> _Instructions for the task_:
From the records below, extract only the lines running from the line with "HEX_BACK = 10.5" to the line with "RECESS_RADIUS = 5.98", both lines included, reproducing them exactly.
____ Data records
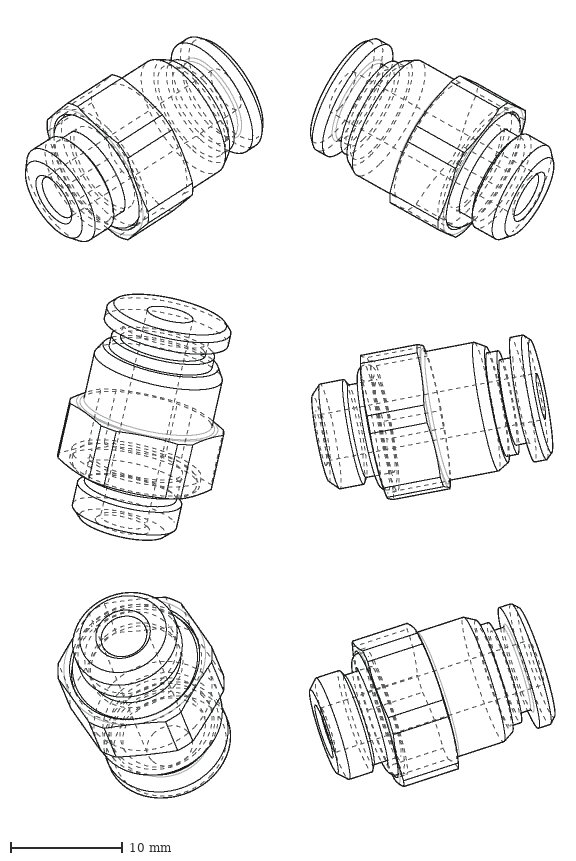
import cadquery as cq
import math

LENGTH = 20.2
THREAD_CHAMFER_LENGTH = 0.83
THREAD_END = 3.0
NECK_START = 3.33
HEX_FRONT = 5.0
HEX_BACK = 10.5
SLEEVE_CHAMFER_START = 15.2
SLEEVE_END = 16.18
STEP_END = 17.2
FLANGE_START = 18.55
FLANGE_CHAMFER_START = 19.65

THREAD_RADIUS = 4.8
THREAD_FACE_RADIUS = 3.98
NECK_RADIUS = 4.25
SLEEVE_RADIUS = 5.9
SLEEVE_FACE_RADIUS = 5.31
STEP_RADIUS = 4.75
BUTTON_NECK_RADIUS = 3.92
FLANGE_RADIUS = 5.72
FLANGE_FACE_RADIUS = 5.2
SLEEVE_FILLET = 0.3
BUTTON_FILLET = 0.25

HEX_ACROSS_FLATS = 13.0
HEX_CORNER_DIAMETER = 14.18
HEX_CHAMFER_LENGTH = 0.15
HEX_TURN = 30

BORE_RADIUS = 2.1
BORE_MOUTH_RADIUS = 2.5
BORE_CHAMFER_LENGTH = BORE_MOUTH_RADIUS - BORE_RADIUS

RING_OUTER_RADIUS = 5.74
RING_FRONT = 4.4
RECESS_RADIUS = 5.98
RING_SECTION_RADIUS = (RING_OUTER_RADIUS - NECK_RADIUS) / 2
RING_CENTRE_RADIUS = NECK_RADIUS + RING_SECTION_RADIUS
RING_CENTRE_Y = RING_FRONT + RING_SECTION_RADIUS
RECESS_FLOOR = RING_CENTRE_Y + RING_SECTION_RADIUS


def revolve(profile):
    """Turn a closed (radius, y) profile about the Y axis."""
    return profile.close().revolve(360, (0, 0, 0), (0, 1, 0))


def make_turned_body():
    """Threaded end, necks, sleeve and flanged button as one solid of revolution."""
    arc_inset = 1 - math.sqrt(0.5)
    profile = (
        cq.Workplane("XY")
        .lineTo(THREAD_FACE_RADIUS, 0)
        .lineTo(THREAD_RADIUS, THREAD_CHAMFER_LENGTH)
        .lineTo(THREAD_RADIUS, THREAD_END)
        .lineTo(NECK_RADIUS, NECK_START)
        .lineTo(NECK_RADIUS, HEX_BACK)
        .lineTo(SLEEVE_RADIUS + SLEEVE_FILLET, HEX_BACK)
        .threePointArc(
            (SLEEVE_RADIUS + SLEEVE_FILLET * arc_inset, HEX_BACK + SLEEVE_FILLET * arc_inset),
            (SLEEVE_RADIUS, HEX_BACK + SLEEVE_FILLET),
        )
        .lineTo(SLEEVE_RADIUS, SLEEVE_CHAMFER_START)
        .lineTo(SLEEVE_FACE_RADIUS, SLEEVE_END)
        .lineTo(STEP_RADIUS, SLEEVE_END)
        .lineTo(STEP_RADIUS, STEP_END)
        .lineTo(BUTTON_NECK_RADIUS, STEP_END)
        .lineTo(BUTTON_NECK_RADIUS, FLANGE_START - BUTTON_FILLET)
        .threePointArc(
            (BUTTON_NECK_RADIUS + BUTTON_FILLET * arc_inset, FLANGE_START - BUTTON_FILLET * arc_inset),
            (BUTTON_NECK_RADIUS + BUTTON_FILLET, FLANGE_START),
        )
        .lineTo(FLANGE_RADIUS, FLANGE_START)
        .lineTo(FLANGE_RADIUS, FLANGE_CHAMFER_START)
        .lineTo(FLANGE_FACE_RADIUS, LENGTH)
        .lineTo(0, LENGTH)
    )
    return revolve(profile)


def make_hexagon():
    """Hexagon with flats on +Z and -Z, corners turned and chamfered, and the ring recess."""
    inscribed_radius = HEX_ACROSS_FLATS / 2
    corner_radius = HEX_CORNER_DIAMETER / 2
    prism = (
        cq.Workplane("XZ", origin=(0, HEX_FRONT, 0))
        .transformed(rotate=(0, 0, HEX_TURN))
        .polygon(6, HEX_ACROSS_FLATS, circumscribed=True)
        .extrude(HEX_FRONT - HEX_BACK)
    )
    turned_blank = revolve(
        cq.Workplane("XY")
        .moveTo(0, HEX_FRONT)
        .lineTo(inscribed_radius, HEX_FRONT)
        .lineTo(corner_radius, HEX_FRONT + HEX_CHAMFER_LENGTH)
        .lineTo(corner_radius, HEX_BACK - HEX_CHAMFER_LENGTH)
        .lineTo(inscribed_radius, HEX_BACK)
        .lineTo(0, HEX_BACK)
    )
    recess = (
        cq.Workplane("XZ", origin=(0, HEX_FRONT, 0))
        .circle(RECESS_RADIUS)
        .extrude(HEX_FRONT - RECESS_FLOOR)
    )
    return prism.intersect(turned_blank).cut(recess)


def make_bore():
    """Through bore with a chamfered mouth at the threaded end."""
    return revolve(
        cq.Workplane("XY")
        .lineTo(BORE_MOUTH_RADIUS, 0)
        .lineTo(BORE_RADIUS, BORE_CHAMFER_LENGTH)
        .lineTo(BORE_RADIUS, LENGTH)
        .lineTo(0, LENGTH)
    )


def make_fitting():
    return make_turned_body().union(make_hexagon()).cut(make_bore())


def make_sealing_ring():
    return (
        cq.Workplane("XY")
        .center(RING_CENTRE_RADIUS, RING_CENTRE_Y)
        .circle(RING_SECTION_RADIUS)
        .revolve(360, (-RING_CENTRE_RADIUS, 0, 0), (-RING_CENTRE_RADIUS, 1, 0))
    )


fitting = make_fitting()
sealing_ring = make_sealing_ring()
result = cq.Compound.makeCompound([fitting.val(), sealing_ring.val()])
________
> _Answer for the task_:
HEX_BACK = 10.5
SLEEVE_CHAMFER_START = 15.2
SLEEVE_END = 16.18
STEP_END = 17.2
FLANGE_START = 18.55
FLANGE_CHAMFER_START = 19.65

THREAD_RADIUS = 4.8
THREAD_FACE_RADIUS = 3.98
NECK_RADIUS = 4.25
SLEEVE_RADIUS = 5.9
SLEEVE_FACE_RADIUS = 5.31
STEP_RADIUS = 4.75
BUTTON_NECK_RADIUS = 3.92
FLANGE_RADIUS = 5.72
FLANGE_FACE_RADIUS = 5.2
SLEEVE_FILLET = 0.3
BUTTON_FILLET = 0.25

HEX_ACROSS_FLATS = 13.0
HEX_CORNER_DIAMETER = 14.18
HEX_CHAMFER_LENGTH = 0.15
HEX_TURN = 30

BORE_RADIUS = 2.1
BORE_MOUTH_RADIUS = 2.5
BORE_CHAMFER_LENGTH = BORE_MOUTH_RADIUS - BORE_RADIUS

RING_OUTER_RADIUS = 5.74
RING_FRONT = 4.4
RECESS_RADIUS = 5.98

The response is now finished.